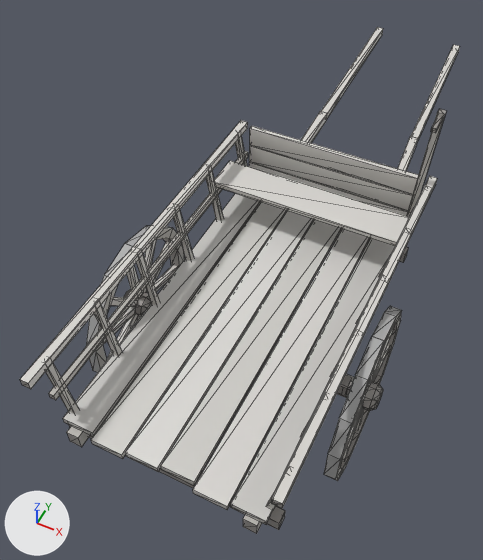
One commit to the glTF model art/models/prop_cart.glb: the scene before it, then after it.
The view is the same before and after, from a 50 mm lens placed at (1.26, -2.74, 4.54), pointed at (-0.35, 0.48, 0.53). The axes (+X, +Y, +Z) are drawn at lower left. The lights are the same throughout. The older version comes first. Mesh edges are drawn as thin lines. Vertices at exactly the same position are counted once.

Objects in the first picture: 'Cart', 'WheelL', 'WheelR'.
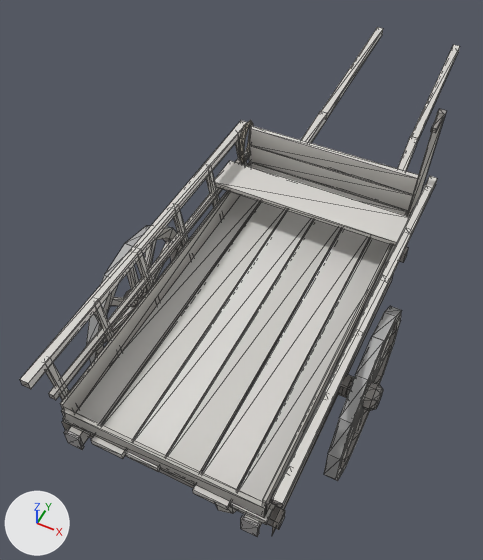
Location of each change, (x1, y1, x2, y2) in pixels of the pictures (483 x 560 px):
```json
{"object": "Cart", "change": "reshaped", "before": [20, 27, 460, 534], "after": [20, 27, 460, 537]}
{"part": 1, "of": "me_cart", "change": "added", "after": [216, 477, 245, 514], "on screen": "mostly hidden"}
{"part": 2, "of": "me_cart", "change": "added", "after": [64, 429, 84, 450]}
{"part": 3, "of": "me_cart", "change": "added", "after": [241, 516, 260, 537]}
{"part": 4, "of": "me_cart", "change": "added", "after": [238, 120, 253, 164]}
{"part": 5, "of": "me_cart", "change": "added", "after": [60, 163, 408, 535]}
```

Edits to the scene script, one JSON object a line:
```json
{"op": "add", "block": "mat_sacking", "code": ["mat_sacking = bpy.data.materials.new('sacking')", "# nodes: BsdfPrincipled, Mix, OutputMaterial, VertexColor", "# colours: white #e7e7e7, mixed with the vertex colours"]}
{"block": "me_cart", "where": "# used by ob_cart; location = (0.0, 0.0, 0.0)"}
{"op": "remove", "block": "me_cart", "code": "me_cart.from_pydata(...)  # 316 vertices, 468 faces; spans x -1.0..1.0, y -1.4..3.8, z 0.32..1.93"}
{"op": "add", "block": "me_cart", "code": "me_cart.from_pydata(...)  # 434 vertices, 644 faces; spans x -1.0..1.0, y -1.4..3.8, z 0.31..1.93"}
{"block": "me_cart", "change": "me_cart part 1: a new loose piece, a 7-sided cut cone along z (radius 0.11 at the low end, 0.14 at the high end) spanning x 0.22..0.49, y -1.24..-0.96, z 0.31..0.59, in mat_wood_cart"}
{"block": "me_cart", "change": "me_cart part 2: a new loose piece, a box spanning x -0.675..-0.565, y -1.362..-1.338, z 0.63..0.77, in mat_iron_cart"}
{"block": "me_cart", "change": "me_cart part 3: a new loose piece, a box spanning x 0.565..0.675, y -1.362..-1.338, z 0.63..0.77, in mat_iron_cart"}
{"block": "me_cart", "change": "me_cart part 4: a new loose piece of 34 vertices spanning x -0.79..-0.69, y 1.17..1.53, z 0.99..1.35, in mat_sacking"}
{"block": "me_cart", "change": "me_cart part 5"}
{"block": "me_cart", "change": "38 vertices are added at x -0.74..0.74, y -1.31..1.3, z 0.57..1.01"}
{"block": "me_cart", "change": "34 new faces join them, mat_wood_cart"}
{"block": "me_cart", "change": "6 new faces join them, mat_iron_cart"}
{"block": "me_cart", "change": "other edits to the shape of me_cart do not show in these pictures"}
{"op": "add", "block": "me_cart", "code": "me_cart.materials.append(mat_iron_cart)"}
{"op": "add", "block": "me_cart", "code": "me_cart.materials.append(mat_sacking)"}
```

---

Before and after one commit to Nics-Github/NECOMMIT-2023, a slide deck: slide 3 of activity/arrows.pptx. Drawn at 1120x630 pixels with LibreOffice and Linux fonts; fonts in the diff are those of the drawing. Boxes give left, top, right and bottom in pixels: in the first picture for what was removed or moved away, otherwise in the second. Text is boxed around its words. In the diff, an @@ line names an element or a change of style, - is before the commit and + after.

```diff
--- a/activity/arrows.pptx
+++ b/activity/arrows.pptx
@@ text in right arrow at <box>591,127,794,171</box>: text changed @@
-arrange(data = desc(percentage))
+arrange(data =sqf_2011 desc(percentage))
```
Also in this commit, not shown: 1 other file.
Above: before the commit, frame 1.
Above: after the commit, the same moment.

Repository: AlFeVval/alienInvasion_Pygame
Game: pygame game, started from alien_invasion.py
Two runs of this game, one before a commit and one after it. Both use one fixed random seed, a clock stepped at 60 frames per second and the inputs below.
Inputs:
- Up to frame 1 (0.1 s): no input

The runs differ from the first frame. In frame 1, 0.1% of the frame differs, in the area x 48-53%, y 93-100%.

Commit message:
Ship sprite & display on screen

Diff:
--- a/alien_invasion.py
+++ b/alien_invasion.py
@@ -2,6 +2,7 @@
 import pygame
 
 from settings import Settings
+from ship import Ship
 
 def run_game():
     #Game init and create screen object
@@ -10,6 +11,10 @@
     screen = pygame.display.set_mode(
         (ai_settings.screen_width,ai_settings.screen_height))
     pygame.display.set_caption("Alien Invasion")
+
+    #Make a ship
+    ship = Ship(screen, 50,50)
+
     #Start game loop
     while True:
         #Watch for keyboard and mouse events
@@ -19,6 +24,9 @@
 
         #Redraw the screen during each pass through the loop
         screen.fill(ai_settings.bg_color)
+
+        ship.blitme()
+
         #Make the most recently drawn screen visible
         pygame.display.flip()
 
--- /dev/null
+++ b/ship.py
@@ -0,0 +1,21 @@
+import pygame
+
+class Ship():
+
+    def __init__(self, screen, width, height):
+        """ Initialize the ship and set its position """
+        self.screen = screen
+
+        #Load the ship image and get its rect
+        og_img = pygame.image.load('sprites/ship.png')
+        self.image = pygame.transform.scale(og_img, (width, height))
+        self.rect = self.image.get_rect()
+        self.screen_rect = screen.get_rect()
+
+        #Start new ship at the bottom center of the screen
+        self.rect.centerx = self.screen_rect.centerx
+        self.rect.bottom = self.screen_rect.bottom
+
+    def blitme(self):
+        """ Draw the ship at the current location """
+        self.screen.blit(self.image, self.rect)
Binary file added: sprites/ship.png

---

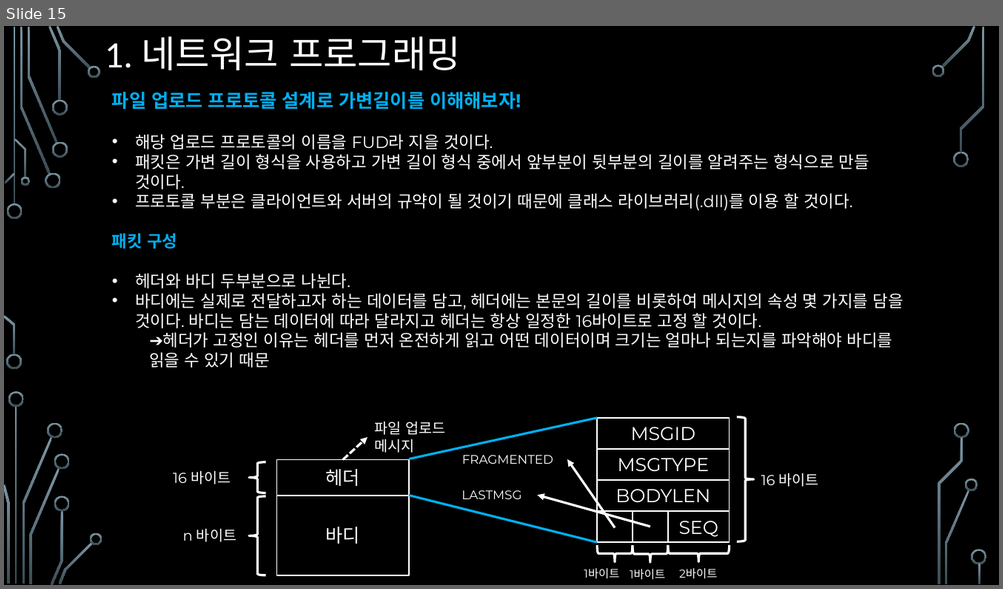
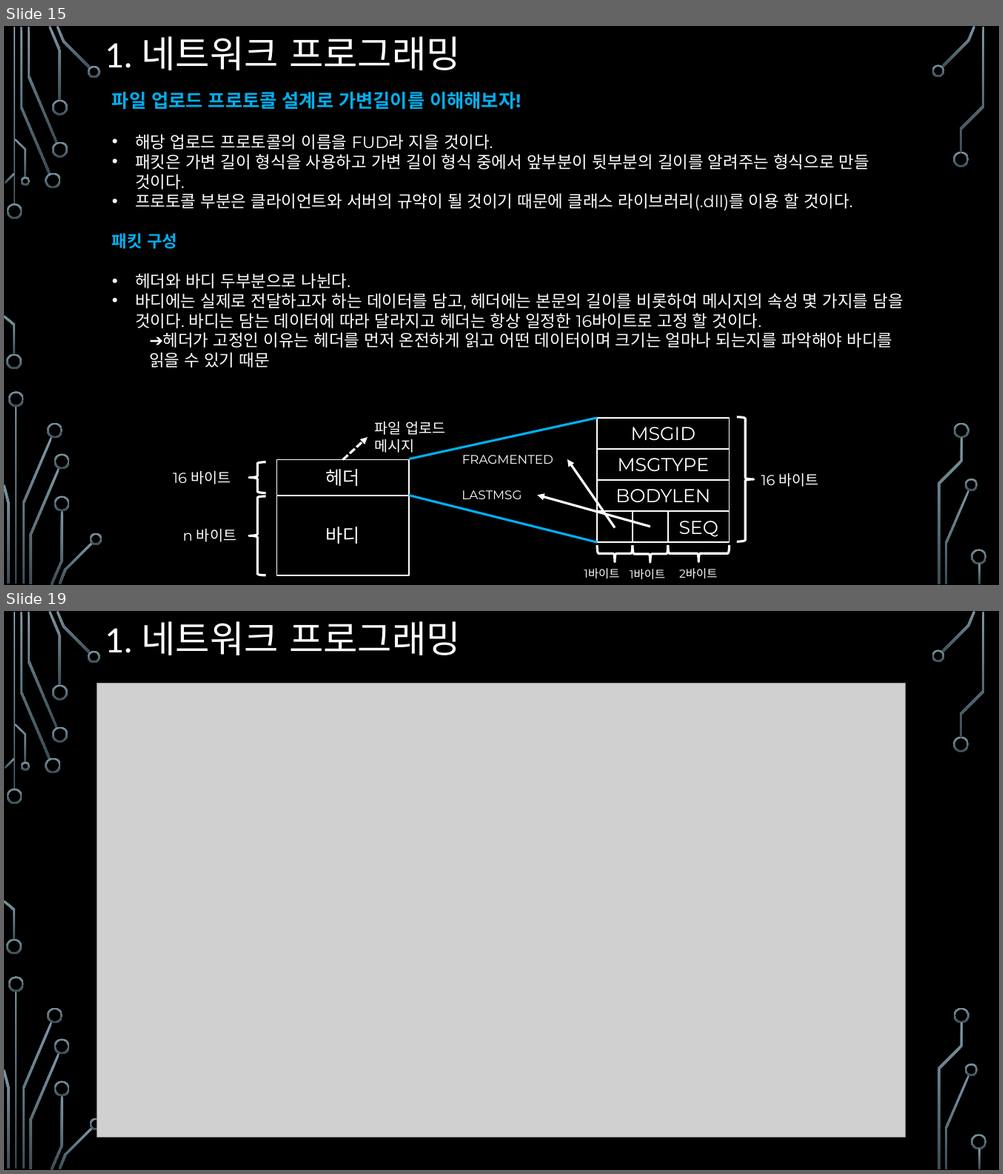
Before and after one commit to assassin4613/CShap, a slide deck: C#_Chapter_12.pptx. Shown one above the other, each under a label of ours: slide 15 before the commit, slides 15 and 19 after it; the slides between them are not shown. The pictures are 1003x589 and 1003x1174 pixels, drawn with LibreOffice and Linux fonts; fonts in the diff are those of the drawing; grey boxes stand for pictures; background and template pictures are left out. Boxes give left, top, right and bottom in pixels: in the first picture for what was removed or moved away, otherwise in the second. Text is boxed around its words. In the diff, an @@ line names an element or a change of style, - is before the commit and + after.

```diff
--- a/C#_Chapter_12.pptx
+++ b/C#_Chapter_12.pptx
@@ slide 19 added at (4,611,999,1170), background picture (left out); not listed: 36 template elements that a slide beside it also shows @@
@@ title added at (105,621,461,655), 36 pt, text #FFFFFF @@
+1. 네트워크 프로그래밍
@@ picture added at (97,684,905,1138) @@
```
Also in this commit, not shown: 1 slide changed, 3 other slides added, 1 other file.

_TASK DETAILS_: All that belongs in the answer is the run of lines above from the line containing "ship = Ship(screen, 50,50)" through the line containing "self.rect.centerx = self.screen_rect.centerx", exactly as written.

_EXERCISE RESULT_:
+    ship = Ship(screen, 50,50)
+
     #Start game loop
     while True:
         #Watch for keyboard and mouse events
@@ -19,6 +24,9 @@
 
         #Redraw the screen during each pass through the loop
         screen.fill(ai_settings.bg_color)
+
+        ship.blitme()
+
         #Make the most recently drawn screen visible
         pygame.display.flip()
 
--- /dev/null
+++ b/ship.py
@@ -0,0 +1,21 @@
+import pygame
+
+class Ship():
+
+    def __init__(self, screen, width, height):
+        """ Initialize the ship and set its position """
+        self.screen = screen
+
+        #Load the ship image and get its rect
+        og_img = pygame.image.load('sprites/ship.png')
+        self.image = pygame.transform.scale(og_img, (width, height))
+        self.rect = self.image.get_rect()
+        self.screen_rect = screen.get_rect()
+
+        #Start new ship at the bottom center of the screen
+        self.rect.centerx = self.screen_rect.centerx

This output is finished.